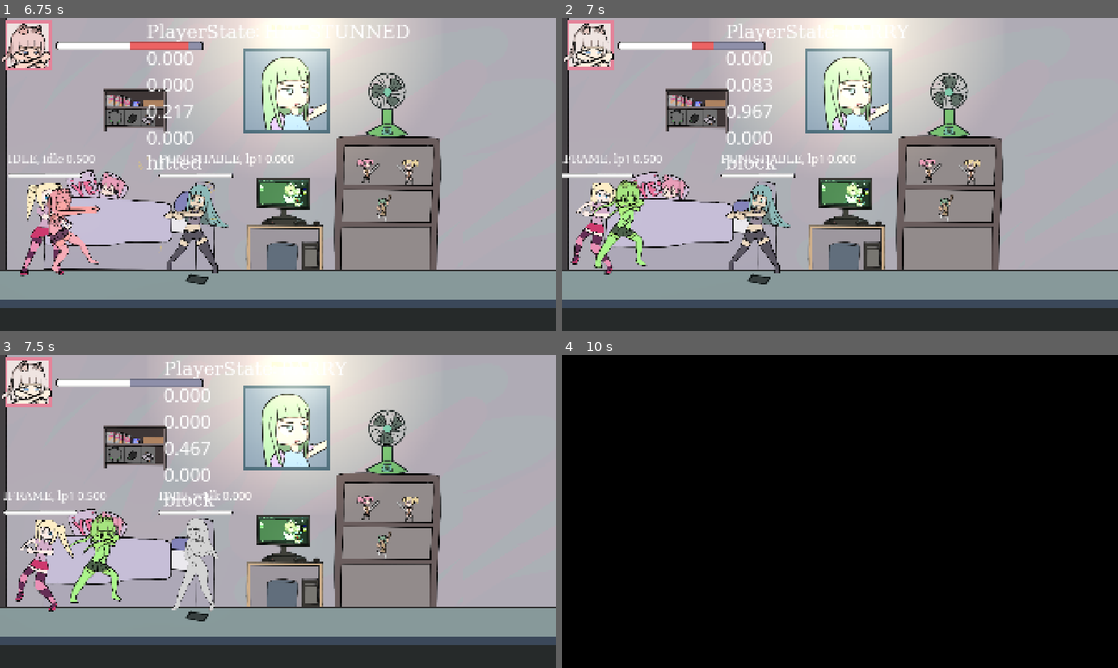
Above: before the commit, frames 1-4 (two rows, left to right).
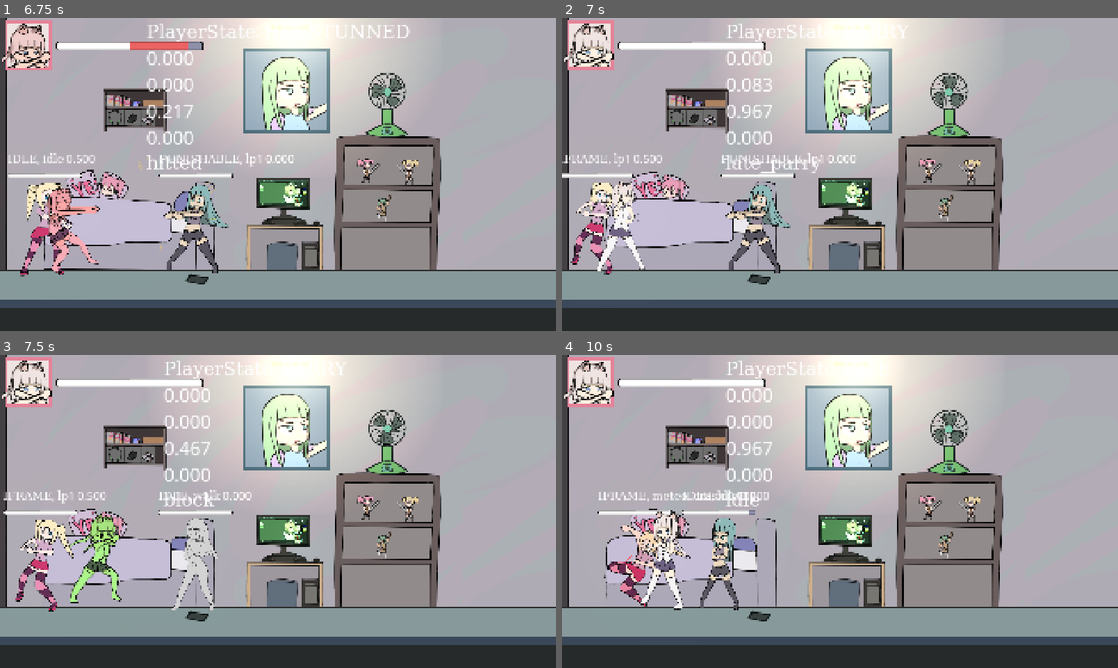
Above: after the commit, the same moments.

Repository: BeatMil/AnimuFight
Game: Godot game, scene res://scenes/main_menu.tscn
Two runs of this game, one before a commit and one after it. Both use one fixed random seed, a clock stepped at 60 frames per second and the inputs below.
Inputs (mouse positions are in pixels of both pictures, inside the frame that each line leads up to):
- Up to frame 1 (6.75 s): click "Start" at 0.5 s; tap Enter (ui_accept) at 1.25, 1.52, 2.27, 3.77, 4.52, 5.27 s; move the mouse to (250, 237) at 1.27 s; hold Space (block) 1.28-2.03 s; hold D (right) 1.28-2.78 s; click (250, 237) at 1.42 s; tap J (hp) at 1.55, 2.1, 3.05, 4.55 s; move the mouse to (444, 221) at 2.02 s; tap Space (block) at 2.3, 3.8, 5.3 s; move the mouse to (111, 127) at 2.77 s; hold Space (block) 2.78-3.53 s; hold A (left) 2.78-5.03 s; move the mouse to (305, 174) at 3.52 s; tap L (dodge) at 3.6 s; click (305, 174) at 3.67 s; move the mouse to (194, 96) at 4.27 s; hold , (execute) 4.28-5.03 s; move the mouse to (400, 158) at 5.02 s; hold D (right) from 5.03 s (still down); tap U (grab) at 5.1 s; move the mouse to (166, 190) at 5.77 s; hold J (hp) 5.78-6.53 s; click (166, 190) at 5.92 s; move the mouse to (333, 105) at 6.52 s; tap K (lp) at 6.6 s
- Up to frame 2 (7 s): keep holding D (right); tap Enter (ui_accept) at 6.77 s; tap Space (block) at 6.8 s
- Up to frame 3 (7.5 s): keep holding D (right); move the mouse to (250, 574) at 7.27 s; hold Space (block) from 7.28 s (still down)
- Up to frame 4 (10 s): tap Enter (ui_accept) at 7.52, 8.27 s; tap J (hp) at 7.55, 8.1, 9.05 s; move the mouse to (1006, 558) at 8.02 s; release Space (block) at 8.03 s; click (1006, 558) at 8.17 s; tap Space (block) at 8.3 s; move the mouse to (673, 464) at 8.77 s; release D (right) at 8.78 s; hold A (left) 8.78-9.5 s; hold Space (block) 8.78-9.5 s; click (840, 508) at 9.5 s, where only the run before the commit has a clickable "Restart"

Frame 1 is identical in both runs. In frame 2, 1.9% of the frame differs, in the area x 5-47%, y 7-81%; in frame 3, 0.3%; in frame 4, 99%, in the area x 0-100%, y 0-100%.

Commit message:
Player heals half damage when late parry

Diff:
--- a/nodes/player.tscn
+++ b/nodes/player.tscn
@@ -45,6 +45,8 @@
 [ext_resource type="AudioStream" uid="uid://dwc8oylpgeeuj" path="res://media/sfxs/PunchAttack5.wav" id="38_3pser"]
 [ext_resource type="AudioStream" uid="uid://u73y4q7hfepr" path="res://media/sfxs/PunchAttack6.wav" id="38_fw64u"]
 [ext_resource type="AudioStream" uid="uid://b6w8h4ewoy3of" path="res://media/sfxs/PunchAttack3.wav" id="39_3pser"]
+[ext_resource type="Texture2D" uid="uid://bhlsbejhj10rw" path="res://media/sprites/char1/vanilla_late_parry.png" id="45_0xvo4"]
+[ext_resource type="AudioStream" uid="uid://bnldfs23skhwr" path="res://media/sfxs/HitArrow.wav" id="46_0xvo4"]
 
 [sub_resource type="Animation" id="Animation_df04m"]
 length = 0.001
@@ -4162,6 +4164,88 @@
 "transitions": PackedFloat32Array(1),
 "update": 1,
 "values": [false]
+}
+
+[sub_resource type="Animation" id="Animation_tiirf"]
+resource_name = "late_parry"
+length = 0.300002
+step = 0.0166667
+tracks/0/type = "value"
+tracks/0/imported = false
+tracks/0/enabled = true
+tracks/0/path = NodePath("Sprite2D:texture")
+tracks/0/interp = 1
+tracks/0/loop_wrap = true
+tracks/0/keys = {
+"times": PackedFloat32Array(0),
+"transitions": PackedFloat32Array(1),
+"update": 1,
+"values": [ExtResource("45_0xvo4")]
+}
+tracks/1/type = "audio"
+tracks/1/imported = false
+tracks/1/enabled = true
+tracks/1/path = NodePath("AudioStreamPlayer")
+tracks/1/interp = 1
+tracks/1/loop_wrap = true
+tracks/1/keys = {
+"clips": [{
+"end_offset": 0.0,
+"start_offset": 0.0,
+"stream": ExtResource("46_0xvo4")
+}],
+"times": PackedFloat32Array(0)
+}
+tracks/1/use_blend = true
+tracks/2/type = "method"
+tracks/2/imported = false
+tracks/2/enabled = true
+tracks/2/path = NodePath(".")
+tracks/2/interp = 1
+tracks/2/loop_wrap = true
+tracks/2/keys = {
+"times": PackedFloat32Array(0),
+"transitions": PackedFloat32Array(1),
+"values": [{
+"args": [7],
+"method": &"_set_state"
+}]
+}
+tracks/3/type = "value"
+tracks/3/imported = false
+tracks/3/enabled = true
+tracks/3/path = NodePath("Sprite2D:self_modulate")
+tracks/3/interp = 1
+tracks/3/loop_wrap = true
+tracks/3/keys = {
+"times": PackedFloat32Array(0),
+"transitions": PackedFloat32Array(1),
+"update": 0,
+"values": [Color(1, 1, 1, 1)]
+}
+tracks/4/type = "value"
+tracks/4/imported = false
+tracks/4/enabled = true
+tracks/4/path = NodePath("Sprite2D:hframes")
+tracks/4/interp = 1
+tracks/4/loop_wrap = true
+tracks/4/keys = {
+"times": PackedFloat32Array(0),
+"transitions": PackedFloat32Array(1),
+"update": 1,
+"values": [1]
+}
+tracks/5/type = "value"
+tracks/5/imported = false
+tracks/5/enabled = true
+tracks/5/path = NodePath("Sprite2D:vframes")
+tracks/5/interp = 1
+tracks/5/loop_wrap = true
+tracks/5/keys = {
+"times": PackedFloat32Array(0),
+"transitions": PackedFloat32Array(1),
+"update": 1,
+"values": [1]
 }
 
 [sub_resource type="AnimationLibrary" id="AnimationLibrary_1o8ps"]
@@ -4191,6 +4275,7 @@
 &"hp": SubResource("Animation_v1xnu"),
 &"idle": SubResource("Animation_epwwg"),
 &"jump": SubResource("Animation_v2fns"),
+&"late_parry": SubResource("Animation_tiirf"),
 &"lp1": SubResource("Animation_d2kbo"),
 &"lp2": SubResource("Animation_gcdel"),
 &"lp3": SubResource("Animation_88oa4"),
--- a/scripts/hp_bar.gd
+++ b/scripts/hp_bar.gd
@@ -10,6 +10,7 @@
 signal hp_out
 
 var cant_heal = false
+var last_took_damage := 0
 
 #############################################################
 ## Public Functions
@@ -25,6 +26,8 @@
 	if value <= 0:
 		emit_signal("hp_out")
 		cant_heal = true
+	last_took_damage = _amount
+	pass
 
 
 func hp_up(_amount: int) -> void:
@@ -38,6 +41,21 @@
 	emit_signal("hp_up_sig")
 
 
+func hp_up_late_parry() -> void:
+	print("value_before:", value)
+	if get_tree():
+		var tween = get_tree().create_tween()
+		var heal_amount = max(last_took_damage/2, 1)
+		tween.tween_property(self, "value", value + heal_amount, 0.1)
+		tween.tween_property(back_bar, "value", value + heal_amount, 0.5)
+		print("last_took_damage:", last_took_damage)
+		print("last_took_damage/2:", last_took_damage/2)
+	await get_tree().create_timer(0.2).timeout
+	print("value_after:", value)
+	emit_signal("hp_up_sig")
+
+
+
 func get_hp() -> int:
 	return int(value)
 
--- a/scripts/player.gd
+++ b/scripts/player.gd
@@ -131,7 +131,10 @@
 	## BLOCK
 	# if state in can_block_states:
 	if state not in [States.BOUNCE_STUNNED, States.WALL_BOUNCED, States.IFRAME, States.AIR_SPD]:
-		if Input.is_action_just_pressed("block", true):
+		if Input.is_action_just_pressed("block", true) and state == States.HIT_STUNNED:
+			animation_player.play("late_parry")
+			hp_bar.hp_up_late_parry()
+		elif Input.is_action_just_pressed("block", true):
 			state = States.PARRY
 			animation_player.play("block")
 
@@ -205,6 +208,7 @@
 
 	if Input.is_action_just_pressed("down") and state in [States.BOUNCE_STUNNED, States.WALL_BOUNCED] and is_on_floor() and tech_roll_timer > 0:
 		animation_player.play("burst")
+		hp_bar.hp_up_late_parry()
 
 
 	## Animation Section
@@ -984,6 +988,7 @@
 		"place_enemy",
 		"wall_abel_combo2",
 		"wall_abel_combo",
+		"late_parry",
 		]:
 		animation_player.play("idle")
 	if anim_name in ["ded", "execute"]:
Not shown, added: media/sfxs/HitArrow.wav.import
Binary file added: media/sprites/char1/vanilla_late_parry.png
Not shown, added: media/sprites/char1/vanilla_late_parry.png.import
Not shown: 1 places in nodes/player.tscn that only renumber resources
Not shown, added: media/sfxs/HitArrow.wav

-- Aim of the task --
Give again, word for word, every line from the top of the data through the line with "Game: Godot game, scene", both ends included, and exclude the pictures.

-- Expected answer --
Above: before the commit, frames 1-4 (two rows, left to right).
Above: after the commit, the same moments.

Repository: BeatMil/AnimuFight
Game: Godot game, scene res://scenes/main_menu.tscn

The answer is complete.